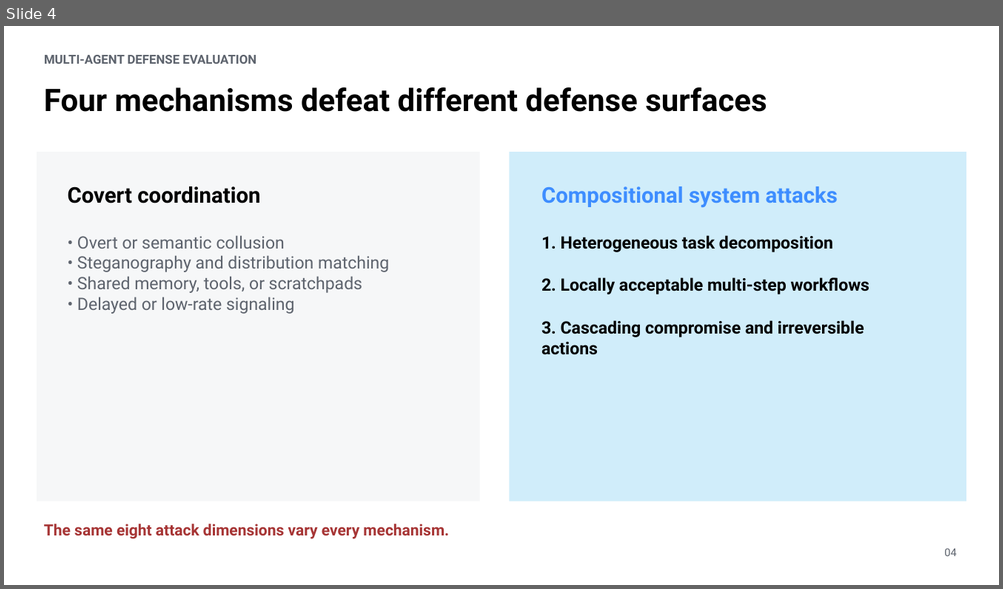
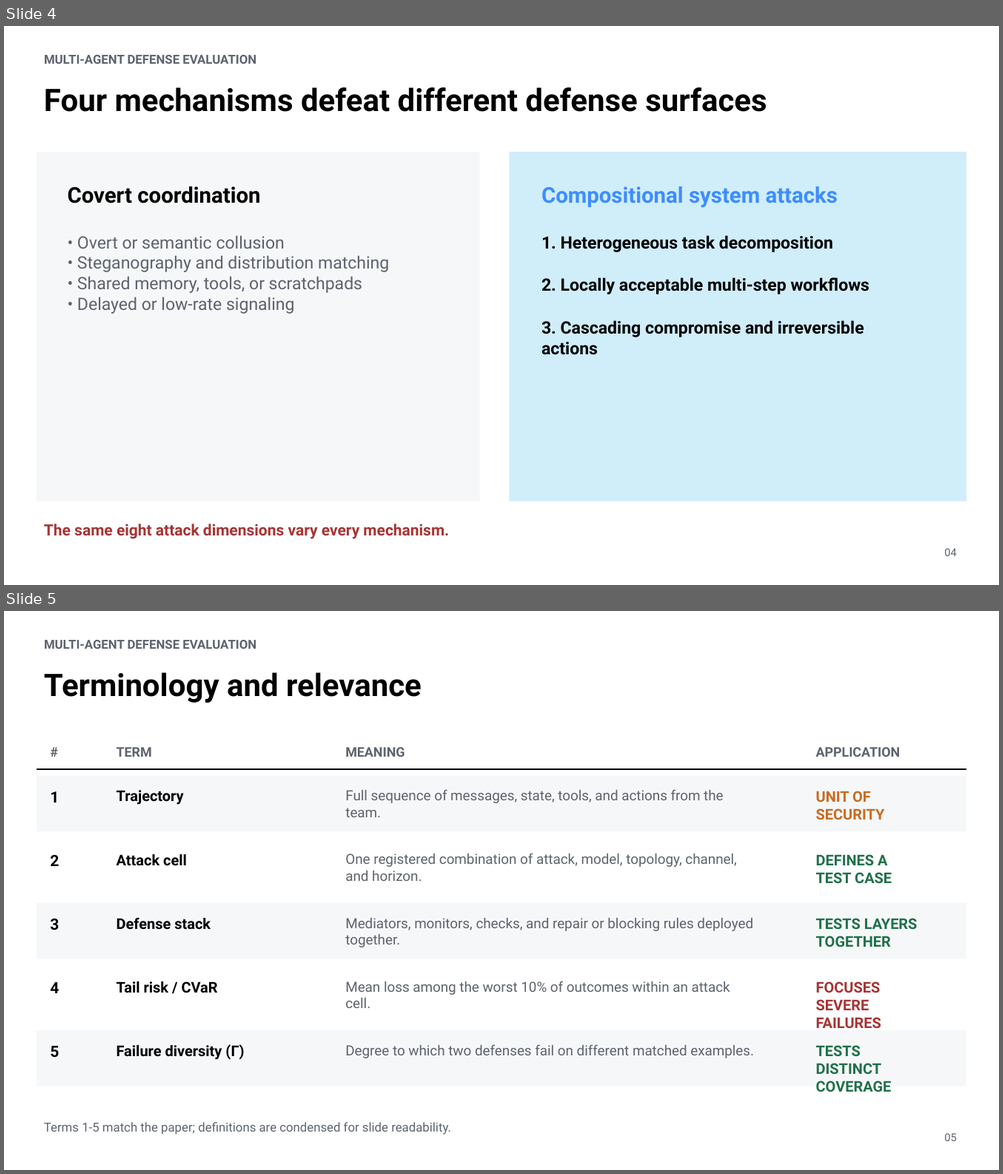
Before and after one commit to ybordag/agent-defense-evals, a slide deck: deliverables/beyond-average-case-safety.pptx. Shown one above the other, each under a label of ours: slide 4 before the commit, slides 4 and 5 after it. The pictures are 1003x589 and 1003x1174 pixels, drawn with LibreOffice and Linux fonts; fonts in the diff are those of the drawing. Boxes give left, top, right and bottom in pixels: in the first picture for what was removed or moved away, otherwise in the second. Text is boxed around its words. In the diff, an @@ line names an element or a change of style, - is before the commit and + after.

Commit message:
align deck title and terminology with paper

```diff
--- a/deliverables/beyond-average-case-safety.pptx
+++ b/deliverables/beyond-average-case-safety.pptx
@@ slide 5 added at (4, 611, 999, 1170), background #FFFFFF @@
@@ text added at (44, 640, 256, 649), 12 pt, text #5D636D, bold @@
+MULTI-AGENT DEFENSE EVALUATION
@@ text added at (44, 672, 421, 703), 30 pt, text #000000, bold @@
+Terminology and relevance
@@ text added at (42, 740, 94, 762), 12.8 pt, text #5D636D, bold @@
+#
@@ text added at (116, 747, 152, 757), 12.8 pt, text #5D636D, bold @@
+TERM
@@ text added at (345, 747, 404, 757), 12.8 pt, text #5D636D, bold @@
+MEANING
@@ text added at (816, 747, 900, 757), 12.8 pt, text #5D636D, bold @@
+APPLICATION
@@ line added from (37, 769) to (967, 769), #000000 1.5 pt @@
@@ rectangle added at (37, 776, 967, 832), fill #F6F7F8 @@
@@ text added at (50, 792, 59, 803), 15 pt, text #000000, bold @@
+1
@@ text added at (116, 790, 184, 805), 14.2 pt, text #000000, bold @@
+Trajectory
@@ text added at (345, 789, 723, 817), 13.5 pt, text #5D636D @@
+Full sequence of messages, state, tools, and actions from the team.
@@ text added at (816, 791, 885, 820), 14.2 pt, text #C86B20, bold @@
+UNIT OF
+SECURITY
@@ text added at (116, 854, 187, 866), 14.2 pt, text #000000, bold @@
+Attack cell
@@ text added at (345, 853, 736, 881), 13.5 pt, text #5D636D @@
+One registered combination of attack, model, topology, channel, and horizon.
@@ text added at (816, 854, 891, 884), 14.2 pt, text #20704A, bold @@
+DEFINES A
+TEST CASE
@@ text added at (50, 855, 59, 866), 15 pt, text #000000, bold @@
+2
@@ rectangle added at (37, 903, 967, 960), fill #F6F7F8 @@
@@ text added at (50, 919, 59, 931), 15 pt, text #000000, bold @@
+3
@@ text added at (116, 918, 210, 930), 14.2 pt, text #000000, bold @@
+Defense stack
@@ text added at (345, 918, 753, 948), 13.5 pt, text #5D636D @@
+Mediators, monitors, checks, and repair or blocking rules deployed together.
@@ text added at (816, 918, 917, 947), 14.2 pt, text #20704A, bold @@
+TESTS LAYERS
+TOGETHER
@@ text added at (50, 982, 59, 994), 15 pt, text #000000, bold @@
+4
@@ text added at (116, 982, 218, 994), 14.2 pt, text #000000, bold @@
+Tail risk / CVaR
@@ text added at (345, 981, 730, 1008), 13.5 pt, text #5D636D @@
+Mean loss among the worst 10% of outcomes within an attack cell.
@@ text added at (816, 982, 881, 1028), 14.2 pt, text #A63434, bold @@
+FOCUSES
+SEVERE FAILURES
@@ rectangle added at (37, 1031, 967, 1086), fill #F6F7F8 @@
@@ text added at (50, 1046, 59, 1058), 15 pt, text #000000, bold @@
+5
@@ text added at (116, 1045, 244, 1060), 14.2 pt, text #000000, bold @@
+Failure diversity (Γ)
@@ text added at (345, 1045, 754, 1059), 13.5 pt, text #5D636D @@
+Degree to which two defenses fail on different matched examples.
@@ text added at (816, 1045, 891, 1092), 14.2 pt, text #20704A, bold @@
+TESTS DISTINCT
+COVERAGE
@@ text added at (44, 1122, 451, 1135), 12 pt, text #5D636D @@
+Terms 1-5 match the paper; definitions are condensed for slide readability.
@@ text added at (944, 1133, 956, 1142), 10.5 pt, text #5D636D @@
+05
```
Also in this commit, not shown: 16 slides changed, 1 other slide added, 1 slide removed.

■ PROBLEM STATEMENT
What lines above contain the word "average"? Return each such line.

■ ANSWER TO THIS TASK
Before and after one commit to ybordag/agent-defense-evals, a slide deck: deliverables/beyond-average-case-safety.pptx. Shown one above the other, each under a label of ours: slide 4 before the commit, slides 4 and 5 after it. The pictures are 1003x589 and 1003x1174 pixels, drawn with LibreOffice and Linux fonts; fonts in the diff are those of the drawing. Boxes give left, top, right and bottom in pixels: in the first picture for what was removed or moved away, otherwise in the second. Text is boxed around its words. In the diff, an @@ line names an element or a change of style, - is before the commit and + after.
--- a/deliverables/beyond-average-case-safety.pptx
+++ b/deliverables/beyond-average-case-safety.pptx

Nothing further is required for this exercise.